His Master's Voice, abbreviated HMV, is a famous trademark in the music and recording industry and was for many years the unofficial name of a large British record label. The name was coined in the 1890s as the title of a painting of a dog named Nipper, listening to a wind-up gramophone. In the original painting, the dog was listening to a cylinder phonograph. In the 70s of the 20th century, the statue of the dog and gramophone, His Master's Voice, were cloaked in bronze and was awarded by the record company (EMI) to artists and or music producers and or composers as a Music Award and often only after selling more than 100.000 sound carriers such as LP's.

The trademark image comes from a painting by English artist Francis Barraud and titled His Master's Voice. It was acquired from the artist in 1899 by the newly formed Gramophone Company and adopted by the Victor Talking Machine Company in the United States. According to contemporary Gramophone Company publicity material, the dog, a terrier named Nipper, had originally belonged to Barraud's brother, Mark. When Mark Barraud died, Francis inherited Nipper, with a cylinder phonograph and recordings of Mark's voice. Francis noted the peculiar interest that the dog took in the recorded voice of his late master emanating from the horn, and conceived the idea of committing the scene to canvas.

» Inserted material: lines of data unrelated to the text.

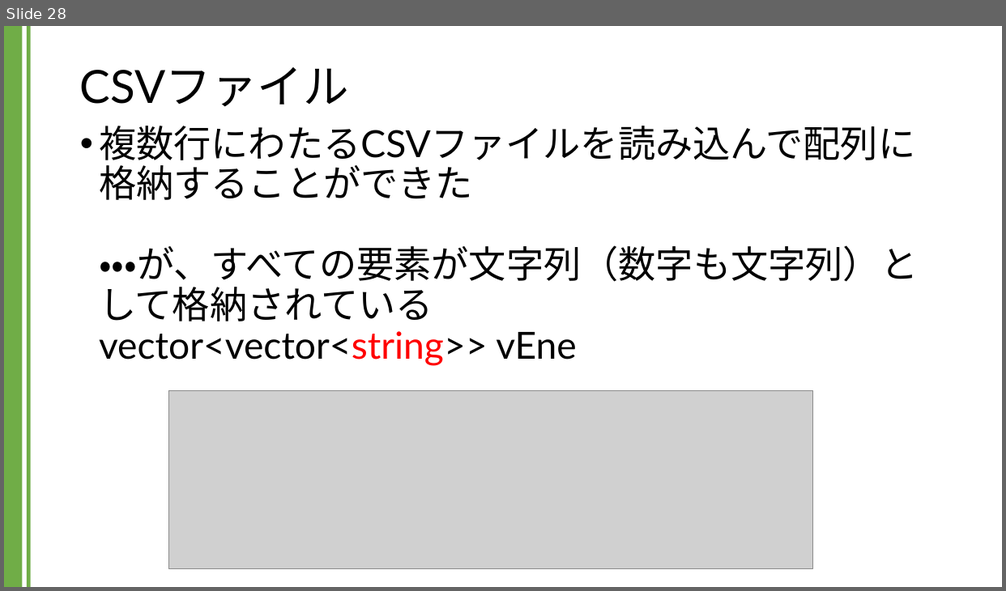
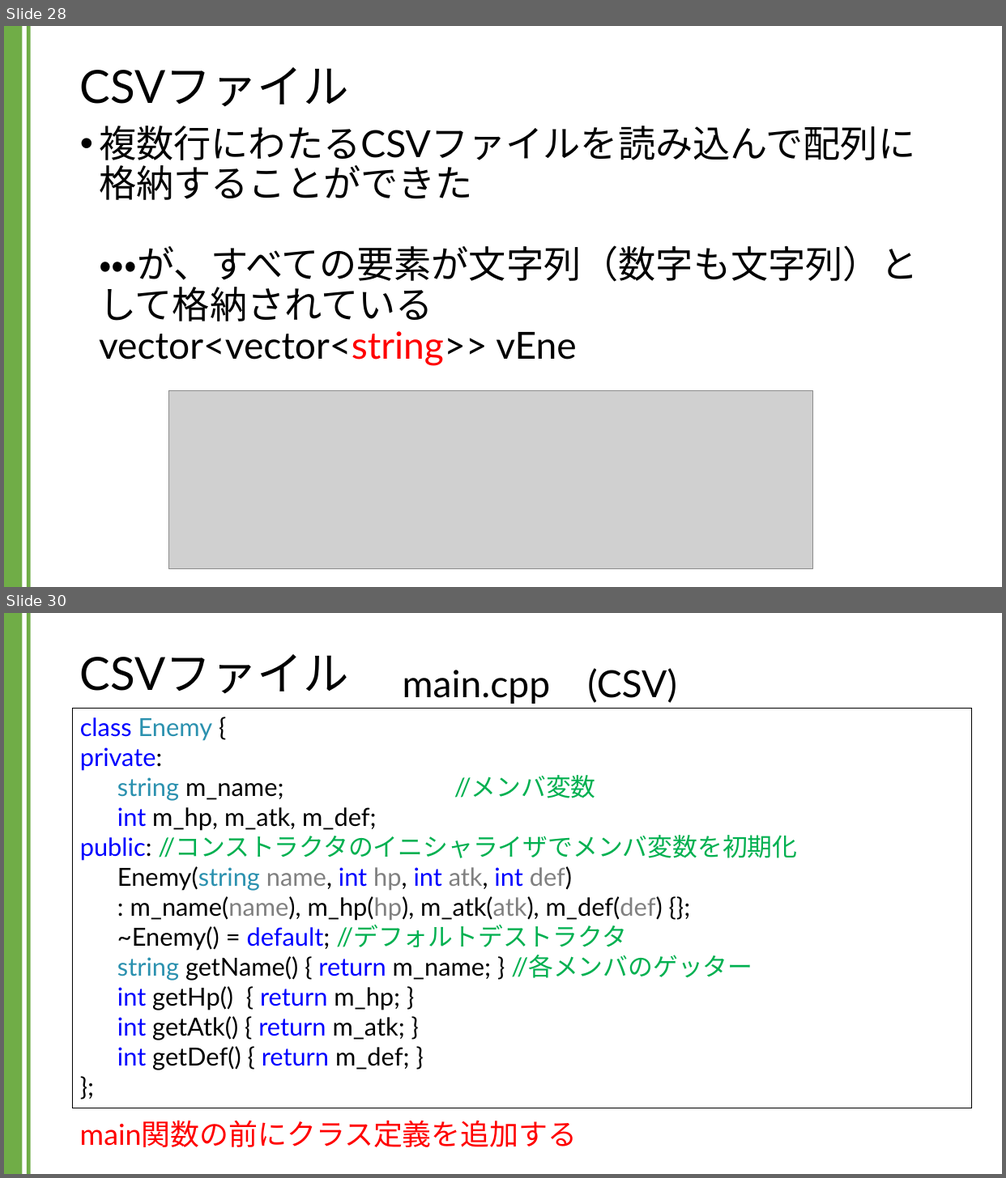
Before and after one commit to kic-murata/cpp2024, a slide deck: 授業資料/講義資料：CSVファイル.pptx. Shown one above the other, each under a label of ours: slide 28 before the commit, slides 28 and 30 after it; the slides between them are not shown. The pictures are 1006x591 and 1006x1178 pixels, drawn with LibreOffice and Linux fonts; fonts in the diff are those of the drawing; grey boxes stand for pictures. Boxes give left, top, right and bottom in pixels: in the first picture for what was removed or moved away, otherwise in the second. Text is boxed around its words. In the diff, an @@ line names an element or a change of style, - is before the commit and + after.

```diff
--- a/授業資料/講義資料：CSVファイル.pptx
+++ b/授業資料/講義資料：CSVファイル.pptx
@@ slide 30 added at (4, 613, 1002, 1174), background #FFFFFF; not listed: 2 template elements that a slide beside it also shows @@
@@ title added at (80, 654, 349, 694), 44 pt, text #000000 @@
+CSVファイル
@@ text added at (403, 668, 677, 704), 36 pt, text #000000 @@
+main.cpp (CSV)
@@ rectangle added at (73, 708, 972, 1109), outline #000000 0.75 pt, 24 pt, text #000000 @@
+class Enemy {
+private:
+string m_name; //メンバ変数
+int m_hp, m_atk, m_def;
+public: //コンストラクタのイニシャライザでメンバ変数を初期化
+Enemy(string name, int hp, int atk, int def)
+: m_name(name), m_hp(hp), m_atk(atk), m_def(def) {};
+~Enemy() = default; //デフォルトデストラクタ
+string getName() { return m_name; } //各メンバのゲッター
+int getHp() { return m_hp; }
+int getAtk() { return m_atk; }
+int getDef() { return m_def; }
+};
@@ text added at (80, 1120, 577, 1148), 28 pt, text #FF0000 @@
+main関数の前にクラス定義を追加する
```
Also in this commit, not shown: 14 slides changed, 5 other slides added, 11 slides removed.

In early 1899, Francis Barraud applied for copyright of the original painting using the descriptive working title Dog looking at and listening to a Phonograph. He was unable to sell the work to any cylinder phonograph company, but the Gramophone Company purchased it later that year, under the condition that Barraud modify it to show one of their disc machines. The image was first used on the company's catalogue dated December 1899, and additional copies were subsequently commissioned from the artist for various corporate purposes. In July 1900, the gramophone's inventor, Emile Berliner, took out an American copyright to the picture, and it was adopted as a trademark by the Consolidated Talking Machine Company, which was reorganized as the Victor Talking Machine Company in 1901. Victor used the image more aggressively than its UK partner, and from 1902 most Victor records had a simplified drawing of Barraud's dog-and-gramophone image on their labels. Magazine advertisements urged record buyers to "look for the dog."